Ну вот, короче говоря и говоря короче, приятели мои
московские таскали меня за собой в академические классы, где можно было
повстречать В.М., таскали, и даже порою удавалось издали его увидать, однако
вокруг него немедленно возникал такой круговорот человеческий, что ни в сказке
сказать, ни пером написать, ни сквозь сии пенистые волны пробиться. Как-то раз
я все же успела, наглости набралась – пискнула тонким голосишком, мол, имею что
предложить для воплощения вашего нового замысла, мэтр!
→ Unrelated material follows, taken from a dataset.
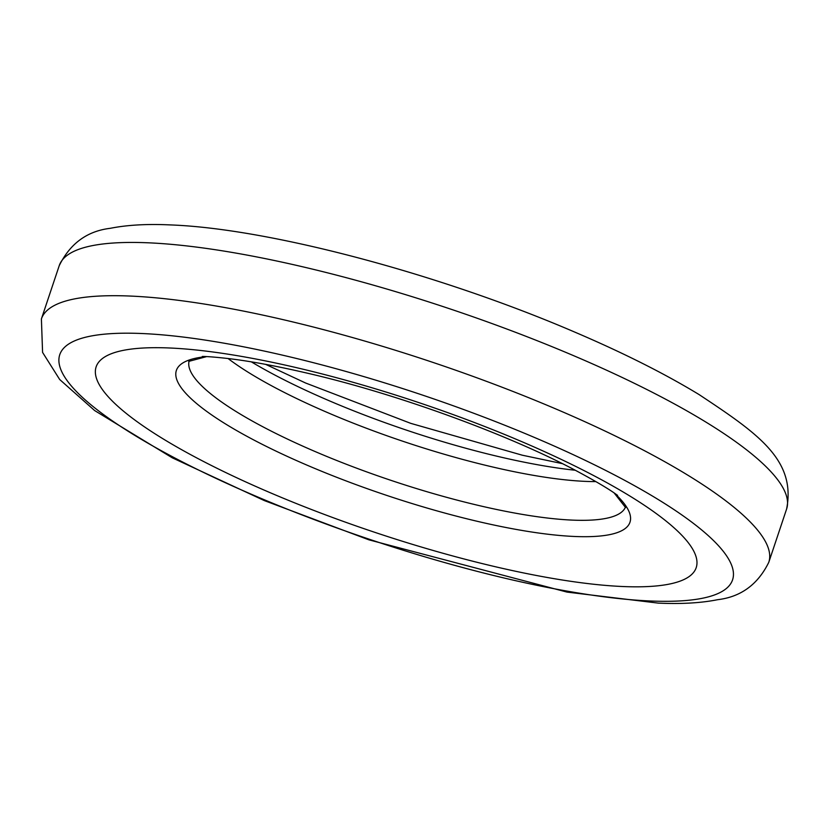 <?xml version="1.0" encoding="UTF-8"?>
<svg xmlns="http://www.w3.org/2000/svg" width="828" height="828" viewBox="0 0 828 828"><rect width="100%" height="100%" fill="white"/><g stroke="black" fill="none" stroke-linecap="round" stroke-linejoin="round"><path stroke-width="1.24" d="M614.231 493.002A239.147 51.771 18.5 0 1 574.653 536.482A239.147 51.771 18.5 0 1 253.834 439.999A239.147 51.771 18.5 0 1 206.545 356.589M593.769 475.624A316.389 68.496 -161.5 0 0 169.336 347.977A316.389 68.496 -161.5 0 0 198.596 458.898A316.389 68.496 -161.5 0 0 623.029 586.534A316.389 68.496 -161.5 0 0 593.769 475.624M251.37 361.867A239.147 51.771 -161.5 0 0 275.465 375.363A239.147 51.771 -161.5 0 0 575.253 470.242M189.084 361.111A230.101 49.815 -161.5 0 0 325.052 455.731A230.101 49.815 -161.5 0 0 572.5 520.119A230.101 49.815 -161.5 0 0 625.45 507.119M595.881 481.596A230.101 49.815 18.5 0 1 585.458 481.378A230.101 49.815 18.5 0 1 228.062 358.524M147.943 242.79A383.509 83.017 -161.5 0 0 59.223 265.684C70.101 243.546 87.116 231.084 110.279 228.311C127.026 224.978 146.856 223.829 169.792 224.895C269.038 228.404 440.092 274.13 574.849 332.131C623.142 352.769 664.522 373.573 698.998 394.521C757.372 433.21 796.381 459.737 786.6 509.054A383.509 83.017 -161.5 0 0 563.04 351.217A383.509 83.017 -161.5 0 0 147.943 242.79M130.131 296.051A383.509 83.017 -161.5 0 0 41.4 318.946L42.58 352.407L59.688 379.514L94.671 410.574L172.265 457.812L264.329 500.588L368.915 539.835L566.983 592.092L658.208 603.105C681.123 604.161 700.954 603.032 717.69 599.689C740.863 596.926 757.899 584.465 768.777 562.315A383.509 83.017 -161.5 0 0 545.217 404.478A383.509 83.017 -161.5 0 0 130.131 296.051M141.836 333.518A354.746 76.797 -161.5 0 0 174.646 457.884A354.746 76.797 -161.5 0 0 650.518 600.993A354.746 76.797 -161.5 0 0 617.719 476.638A354.746 76.797 -161.5 0 0 141.836 333.518M617.585 495.361L615.587 493.933C608.176 488.592 594.949 480.809 575.915 470.583C507.937 434.338 395.629 393.3 305.698 372.797C275.931 365.924 250.346 361.205 228.942 358.627C206.151 356.019 201.318 356.526 202.446 356.454M265.695 364.382L305.604 383.012L410.76 423.356L522.302 455.203L562.305 463.618M188.753 361.381L206.669 356.599M59.223 265.684L41.4 318.946M786.6 509.054L768.777 562.315M625.554 507.533L614.138 492.939"/></g></svg>

Да где там, он меня не
слышал… Хотя нет, слышал: бросил взгляд мимолетный, этак брезгливо (вот те
крест, Николашка, не лгу, разрази меня гром!) поморщился, завидя мой шляпедрон,
– и отворотился поскорей в сторону.
Ты, конечно, сказал бы, что всякая нормальная женщина на
моем месте немедленно поняла бы, в чем дело. Но ведь я – не нормальная женщина,
я сумасшедшая, я книжный червь с бантиком, как ты меня называл… Словом, до меня
даже не дошло, в чем моя ошибка! И неизвестно, сколько времени я еще зря даром
потратила бы, когда бы не случай. И это свидетельство того, что я права, права,
целых сто раз права была в своей настойчивости, коли Провидение мне помогло,
пусть и при обстоятельствах самых неожиданных!